203ステータスコードは、特にコンテンツ配信ネットワーク(CDN)やプロキシサーバーを利用する際に重要となる。CDNは、Webコンテンツを世界中の複数のサーバーに分散配置することで、ユーザーは地理的に近いサーバーからコンテンツを受け取ることができ、Webページの表示速度を向上させることができる。CDNサーバーは、オリジナルのサーバーからコンテンツをキャッシュし、ユーザーのリクエストに応じてキャッシュされたコンテンツを提供する。この際に、203ステータスコードが適切に使用されることで、ユーザーは受け取った情報がCDNサーバーから提供されたものであることを認識できる。

システム開発においては、203ステータスコードを適切に処理することが重要となる。クライアントアプリケーションは、203レスポンスを受け取った場合、ユーザーに対してその旨を通知したり、必要に応じてオリジナルのサーバーに再リクエストを送信するなどの処理を実装する必要がある。また、キャッシュサーバーやプロキシサーバーを構築する際には、203ステータスコードを正しく返すように設定する必要がある。

203ステータスコードの利用は、Webサイトのパフォーマンス向上に貢献する一方で、情報の正確性や信頼性に関する注意も必要となる。
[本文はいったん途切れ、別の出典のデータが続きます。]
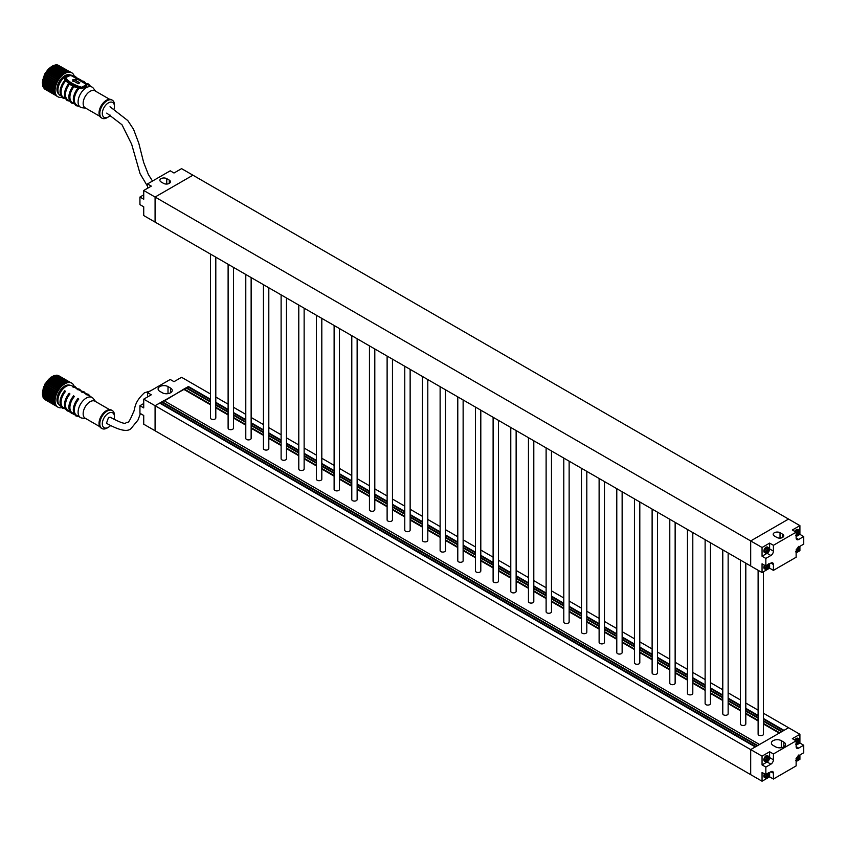 <?xml version="1.0" encoding="UTF-8"?>
<svg xmlns="http://www.w3.org/2000/svg" width="846" height="846" viewBox="0 0 846 846"><rect width="100%" height="100%" fill="white"/><g stroke="black" fill="none" stroke-linecap="round" stroke-linejoin="round"><path stroke-width="1.27" d="M162.062 401.681L163.913 400.613L759.528 744.491L757.688 745.559L162.062 401.681L757.307 745.77M147.511 396.964L147.511 392.597L151.297 394.786L143.725 399.153L143.725 407.899L139.939 405.71L139.939 413.292L143.725 415.471L143.725 424.216L155.082 430.773L155.082 405.71L750.698 749.588L750.698 774.65L762.056 781.207L769.627 776.84L769.627 772.461M188.246 386.992L155.082 405.71L155.082 430.773L750.698 774.65L750.698 749.588L755.267 746.955L159.64 403.077L155.082 405.71L143.725 399.153M757.223 745.823L755.764 746.669L160.148 402.781L161.607 401.945L757.223 745.823M763.473 721.31L781.577 731.769L779.726 732.837L763.473 723.446M763.473 719.1L783.491 730.658L782.032 731.504L763.473 720.781M763.473 718.518L783.988 730.373L788.557 727.729L763.473 713.252M186.332 388.103L187.865 386.781L210.453 399.82M210.453 404.166L184.1 388.949L185.951 387.891L210.453 402.03M184.1 388.949L164.42 400.898M188.372 386.485L210.453 399.238M215.804 402.326L228.113 409.432M233.464 412.531L245.784 419.637M251.135 422.725L263.444 429.831M268.806 432.93L281.115 440.036M286.466 443.124L298.786 450.231M304.137 453.329L316.446 460.436M321.808 463.523L334.117 470.63M339.468 473.728L351.788 480.835M357.139 483.923L369.448 491.029M374.799 494.127L387.119 501.234M392.47 504.322L404.779 511.428M410.141 514.527L422.45 521.633M427.801 524.721L440.121 531.838M445.472 534.926L457.781 542.032M463.132 545.12L475.452 552.237M480.803 555.325L493.112 562.431M498.474 565.519L510.783 572.636M516.134 575.724L528.454 582.831M533.805 585.918L546.114 593.035M551.476 596.123L563.785 603.23M569.136 606.318L581.456 613.435M586.807 616.523L599.116 623.629M604.467 626.727L616.787 633.834M622.138 636.922L634.447 644.028M639.809 647.127L652.118 654.233M657.469 657.321L669.789 664.427M675.14 667.526L687.449 674.632M692.8 677.72L705.12 684.826M710.471 687.925L722.78 695.031M728.142 698.119L740.451 705.226M745.802 708.324L758.122 715.43M758.122 710.154L745.802 703.047M740.451 699.959L728.142 692.853M722.78 689.754L710.471 682.648M705.12 679.56L692.8 672.454M687.449 669.355L675.14 662.249M669.789 659.161L657.469 652.055M652.118 648.956L639.809 641.85M634.447 638.762L622.138 631.655M616.787 628.557L604.467 621.45M599.116 618.363L586.807 611.256M581.456 608.158L569.136 601.051M563.785 597.963L551.476 590.857M546.114 587.759L533.805 580.652M528.454 577.564L516.134 570.458M510.783 567.359L498.474 560.253M493.112 557.165L480.803 550.048M475.452 546.96L463.132 539.854M457.781 536.766L445.472 529.649M440.121 526.561L427.801 519.455M422.45 516.367L410.141 509.25M404.779 506.162L392.47 499.055M387.119 495.968L374.799 488.851M369.448 485.763L357.139 478.656M351.788 475.568L339.468 468.451M334.117 465.363L321.808 458.257M316.446 455.159L304.137 448.052M298.786 444.964L286.466 437.858M281.115 434.759L268.806 427.653M263.444 424.565L251.135 417.459M245.784 414.36L233.464 407.254M228.113 404.166L215.804 397.06M210.453 393.961L181.573 377.295L174.012 381.673L170.226 379.484L147.511 392.597M188.372 386.929L210.453 399.672M215.804 402.759L228.113 409.876M233.464 412.964L245.784 420.071M251.135 423.159L263.444 430.276M268.806 433.364L281.115 440.47M286.466 443.558L298.786 450.675M304.137 453.763L316.446 460.869M321.808 463.968L334.117 471.074M339.468 474.162L351.788 481.268M357.139 484.367L369.448 491.473M374.799 494.561L387.119 501.667M392.47 504.766L404.779 511.872M410.141 514.96L422.45 522.067M427.801 525.165L440.121 532.271M445.472 535.359L457.781 542.466M463.132 545.564L475.452 552.671M480.803 555.759L493.112 562.865M498.474 565.963L510.783 573.07M516.134 576.158L528.454 583.264M533.805 586.363L546.114 593.469M551.476 596.557L563.785 603.674M569.136 606.762L581.456 613.868M586.807 616.956L599.116 624.073M604.467 627.161L616.787 634.267M622.138 637.355L634.447 644.472M639.809 647.56L652.118 654.667M657.469 657.754L669.789 664.871M675.14 667.959L687.449 675.066M692.8 678.154L705.12 685.271M710.471 688.358L722.78 695.465M728.142 698.553L740.451 705.67M745.802 708.758L758.122 715.864M763.473 718.963L783.618 730.584M758.122 716.012L745.802 708.906M740.451 705.807L728.142 698.701M722.78 695.613L710.471 688.496M705.12 685.408L692.8 678.302M687.449 675.214L675.14 668.097M669.789 665.009L657.469 657.902M652.118 654.815L639.809 647.698M634.447 644.61L622.138 637.503M616.787 634.415L604.467 627.298M599.116 624.211L586.807 617.104M581.456 614.016L569.136 606.899M563.785 603.811L551.476 596.705M546.114 593.606L533.805 586.5M528.454 583.412L516.134 576.306M510.783 573.207L498.474 566.101M493.112 563.013L480.803 555.907M475.452 552.808L463.132 545.702M457.781 542.614L445.472 535.507M440.121 532.409L427.801 525.303M422.45 522.215L410.141 515.108M404.779 512.01L392.47 504.903M387.119 501.815L374.799 494.709M369.448 491.611L357.139 484.504M351.788 481.416L339.468 474.31M334.117 471.211L321.808 464.105M316.446 461.017L304.137 453.9M298.786 450.812L286.466 443.706M281.115 440.618L268.806 433.501M263.444 430.413L251.135 423.307M245.784 420.219L233.464 413.102M228.113 410.014L215.804 402.908M186.406 387.627L210.453 401.501M215.804 404.589L228.113 411.706M233.464 414.794L245.784 421.9M251.135 424.988L263.444 432.105M268.806 435.193L281.115 442.299M286.466 445.387L298.786 452.504M304.137 455.592L316.446 462.699M321.808 465.786L334.117 472.903M339.468 475.991L351.788 483.098M357.139 486.196L369.448 493.303M374.799 496.391L387.119 503.497M392.47 506.595L404.779 513.702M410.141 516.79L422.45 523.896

クライアントとサーバーが203ステータスコードの意味を正しく理解し、適切に処理することで、より効率的で信頼性の高いWebサービスを提供することができる。システムエンジニアは、Webアプリケーションの設計・開発において、HTTPステータスコードの役割を理解し、適切に活用することが求められる。HTTP 203は、その中でもキャッシュの利用状況を理解する上で重要なステータスコードの一つと言える。